CVE-2024-45574 is a high-severity vulnerability identified in certain Qualcomm Snapdragon platforms, specifically affecting the Camera kernel component. The root cause is an improper validation of array indices (CWE-129) during array access operations. This occurs when the kernel processes invalid command data that results in an out-of-bounds array index, leading to memory corruption. The affected Snapdragon versions include SDM429W, Snapdragon 429 Mobile Platform, WCN3620, and WCN3660B. The vulnerability can be exploited locally (AV:L) with low attack complexity (AC:L) and requires low privileges (PR:L) but no user interaction (UI:N). The impact scope is unchanged (S:U), but the consequences are severe, affecting confidentiality, integrity, and availability (C:H/I:H/A:H). Memory corruption in the kernel can lead to privilege escalation, arbitrary code execution, or system crashes, potentially allowing an attacker to gain control over the device or disrupt its operation. No known exploits are currently reported in the wild, and no patches have been linked yet. The vulnerability was published on May 6, 2025, and is recognized by CISA as enriched intelligence. Given the kernel-level nature and the critical impact on core device functionality, this vulnerability poses a significant threat to devices using the affected Snapdragon platforms, especially those relying on the camera subsystem.

For European organizations, the impact of CVE-2024-45574 can be substantial, particularly for enterprises and sectors heavily reliant on mobile devices powered by the affected Qualcomm Snapdragon platforms. These include industries such as telecommunications, mobile device manufacturing, public safety, and critical infrastructure sectors where secure mobile communications and device integrity are paramount. Exploitation could lead to unauthorized access to sensitive data, disruption of mobile services, or compromise of device integrity, which in turn could affect business operations, data privacy compliance (e.g., GDPR), and user trust. Since the vulnerability affects the kernel camera driver, it could also impact applications that rely on camera functionality, including secure authentication methods (facial recognition) and video conferencing tools, which have become essential in remote work environments. The lack of user interaction requirement increases the risk of stealthy exploitation. While no exploits are currently known, the potential for future weaponization means organizations should proactively assess and mitigate risks to avoid operational and reputational damage.

1. Immediate mitigation should focus on monitoring for firmware and kernel updates from Qualcomm and device manufacturers that address this vulnerability.

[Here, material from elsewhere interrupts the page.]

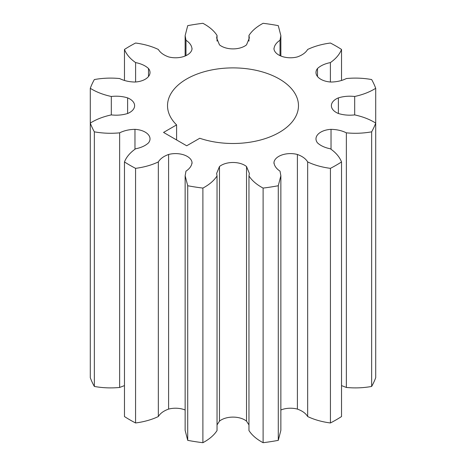 <?xml version="1.0" encoding="UTF-8"?>
<svg xmlns="http://www.w3.org/2000/svg" width="466" height="466" viewBox="0 0 466 466"><rect width="100%" height="100%" fill="white"/><g stroke="black" fill="none" stroke-linecap="round" stroke-linejoin="round"><path stroke-width="0.7" d="M176.597 124.894A65.479 37.804 180 0 1 167.521 105.695A65.479 37.804 180 0 1 207.941 70.768A65.479 37.804 180 0 1 279.297 78.964A65.479 37.804 180 0 1 298.479 105.695A65.479 37.804 180 0 1 265.48 138.519A65.479 37.804 180 0 1 199.745 138.256L186.703 145.788L163.549 132.426L176.597 124.894L176.597 139.957M273.979 49.099C274.159 45.761 276.175 42.808 280.019 40.245L280.858 35.632L278.278 25.647A145.852 84.206 0 0 0 263.109 23.3C256.708 26.713 251.99 30.762 248.96 35.439L249.351 37.979L246.526 44.847A16.555 9.559 180 0 1 219.474 44.847L216.649 37.979L217.04 35.439C214.01 30.762 209.292 26.713 202.891 23.3A145.852 84.206 0 0 0 187.722 25.647L185.142 35.632L185.981 40.245C189.825 42.808 191.841 45.761 192.021 49.099A16.555 9.559 180 0 1 168.599 56.904C163.683 55.145 160.263 52.664 158.341 49.46C151.66 46.28 144.07 44.142 135.571 43.029A145.852 84.206 0 0 0 124.469 49.443C126.385 54.347 130.096 58.733 135.6 62.584C141.151 63.696 145.45 65.671 148.497 68.508A16.555 9.559 180 0 1 150.017 72.515A16.555 9.559 180 0 1 134.971 82.033C129.193 81.929 124.078 80.764 119.64 78.544C111.106 77.723 102.677 78.055 94.353 79.552A145.852 84.206 0 0 0 90.293 88.307C96.206 92.006 103.213 94.726 111.316 96.479C117.083 95.839 122.517 96.305 127.614 97.883A16.555 9.559 180 0 1 134.622 105.695A16.555 9.559 180 0 1 127.614 113.5C122.517 115.079 117.083 115.545 111.316 114.904C103.213 116.657 96.206 119.378 90.293 123.076A145.852 84.206 0 0 0 94.353 131.831C102.677 133.328 111.106 133.66 119.64 132.839C124.078 130.62 129.193 129.455 134.971 129.35A16.555 9.559 180 0 1 150.017 138.868A16.555 9.559 180 0 1 148.497 142.876C145.45 145.712 141.151 147.687 135.6 148.8C130.096 152.65 126.385 157.036 124.469 161.941A145.852 84.206 0 0 0 135.571 168.354C144.07 167.242 151.66 165.104 158.341 161.923C160.263 158.72 163.683 156.238 168.599 154.479A16.555 9.559 180 0 1 192.021 162.285C191.841 165.628 189.825 168.576 185.981 171.139L185.142 175.752L187.722 185.736A145.852 84.206 0 0 0 202.891 188.083C209.292 184.67 214.01 180.622 217.04 175.944L216.649 173.404L219.474 166.537A16.555 9.559 180 0 1 246.526 166.537L249.351 173.404L248.96 175.944C251.99 180.622 256.708 184.67 263.109 188.083A145.852 84.206 0 0 0 278.278 185.736L280.858 175.752L280.019 171.139C276.175 168.576 274.159 165.628 273.979 162.285A16.555 9.559 180 0 1 297.401 154.479C302.317 156.238 305.737 158.72 307.659 161.923L307.659 416.54C314.34 419.72 321.93 421.858 330.429 422.971A145.852 84.206 0 0 0 341.531 416.557L341.531 161.941C339.615 157.036 335.904 152.65 330.4 148.8C324.849 147.687 320.55 145.712 317.503 142.876A16.555 9.559 180 0 1 315.983 138.868A16.555 9.559 180 0 1 331.029 129.35C336.807 129.455 341.922 130.62 346.36 132.839C354.894 133.66 363.323 133.328 371.647 131.831A145.852 84.206 0 0 0 375.707 123.076C369.794 119.378 362.787 116.657 354.684 114.904C348.918 115.545 343.483 115.079 338.386 113.5A16.555 9.559 180 0 1 331.378 105.695A16.555 9.559 180 0 1 338.386 97.883C343.483 96.305 348.918 95.839 354.684 96.479C362.787 94.726 369.794 92.006 375.707 88.307A145.852 84.206 0 0 0 371.647 79.552C363.323 78.055 354.894 77.723 346.36 78.544C341.922 80.764 336.807 81.929 331.029 82.033A16.555 9.559 180 0 1 315.983 72.515A16.555 9.559 180 0 1 317.503 68.508C320.55 65.671 324.849 63.696 330.4 62.584C335.904 58.733 339.615 54.347 341.531 49.443A145.852 84.206 0 0 0 330.429 43.029C321.93 44.142 314.34 46.28 307.659 49.46C305.737 52.664 302.317 55.145 297.401 56.904A16.555 9.559 180 0 1 273.979 49.099L273.938 48.522M307.659 161.923C314.34 165.104 321.93 167.242 330.429 168.354L330.429 422.971M330.429 168.354A145.852 84.206 0 0 0 341.531 161.941M263.109 188.083L263.109 442.7A145.852 84.206 0 0 0 278.278 440.353L280.858 430.368L280.858 175.752M278.278 185.736L278.278 440.353M273.938 162.861L273.979 163.461M280.858 409.993A16.555 9.559 180 0 1 297.401 409.096C302.317 410.855 305.737 413.336 307.659 416.54M192.062 48.522L192.021 49.099M192.021 163.461L192.062 162.861M248.96 175.944L248.96 430.561C251.99 435.238 256.708 439.287 263.109 442.7M217.04 424.916L219.474 421.153A16.555 9.559 180 0 1 246.526 421.153L248.96 424.916M185.142 175.752L185.142 430.368L187.722 440.353A145.852 84.206 0 0 0 202.891 442.7C209.292 439.287 214.01 435.238 217.04 430.561L217.04 175.944M124.469 161.941L124.469 416.557A145.852 84.206 0 0 0 135.571 422.971C144.07 421.858 151.66 419.72 158.341 416.54C160.263 413.336 163.683 410.855 168.599 409.096A16.555 9.559 180 0 1 185.142 409.993M90.293 88.307L90.293 377.693A145.852 84.206 0 0 0 94.353 386.448C102.677 387.945 111.106 388.277 119.64 387.456L124.469 385.598M341.531 385.598L346.36 387.456C354.894 388.277 363.323 387.945 371.647 386.448A145.852 84.206 0 0 0 375.707 377.693L375.707 123.076M202.891 188.083L202.891 442.7M187.722 185.736L187.722 440.353M135.571 168.354L135.571 422.971M158.341 161.923L158.341 416.54M94.353 131.831L94.353 386.448M119.64 132.839L119.64 387.456M111.316 96.479L111.316 114.904M124.469 49.443L124.469 80.402M135.6 62.584L135.6 81.993M185.981 40.245L185.981 55.64M217.04 35.439L217.04 41.084M248.96 35.439L248.96 41.084M280.019 40.245L280.019 55.64M341.531 49.443L341.531 80.402M330.4 62.584L330.4 81.993M375.707 88.307L375.707 342.924M354.684 96.479L354.684 114.904M371.647 131.831L371.647 386.448M346.36 132.839L346.36 387.456M297.401 154.479L297.401 409.096M219.474 166.537L219.474 421.153M246.526 166.537L246.526 421.153M168.599 154.479L168.599 409.096M134.971 129.35L134.971 149.184M127.614 97.883L127.614 113.5M148.497 68.508L148.497 76.517M317.503 68.508L317.503 76.517M338.386 97.883L338.386 113.5M331.029 129.35L331.029 149.184M185.142 35.632L185.142 56.007M280.858 35.632L280.858 56.007"/></g></svg>

Organizations should prioritize patching affected devices as soon as updates become available. 2. Implement strict device management policies to control and limit the installation of untrusted applications that could attempt to exploit this vulnerability locally. 3. Employ mobile threat defense (MTD) solutions that can detect anomalous kernel behavior or memory corruption attempts on devices using affected Snapdragon platforms. 4. Restrict physical and local access to devices, as the attack vector requires local access with low privileges. 5. Conduct regular security audits and vulnerability assessments on mobile device fleets to identify devices running vulnerable Snapdragon versions. 6. Educate users about the risks of installing unauthorized software or connecting to untrusted networks, which could facilitate exploitation. 7. For organizations developing custom software or drivers interacting with the camera subsystem, review code for proper input validation and boundary checks to prevent similar issues. 8. Collaborate with vendors and Qualcomm representatives to obtain early access to patches or mitigations and share threat intelligence within industry groups.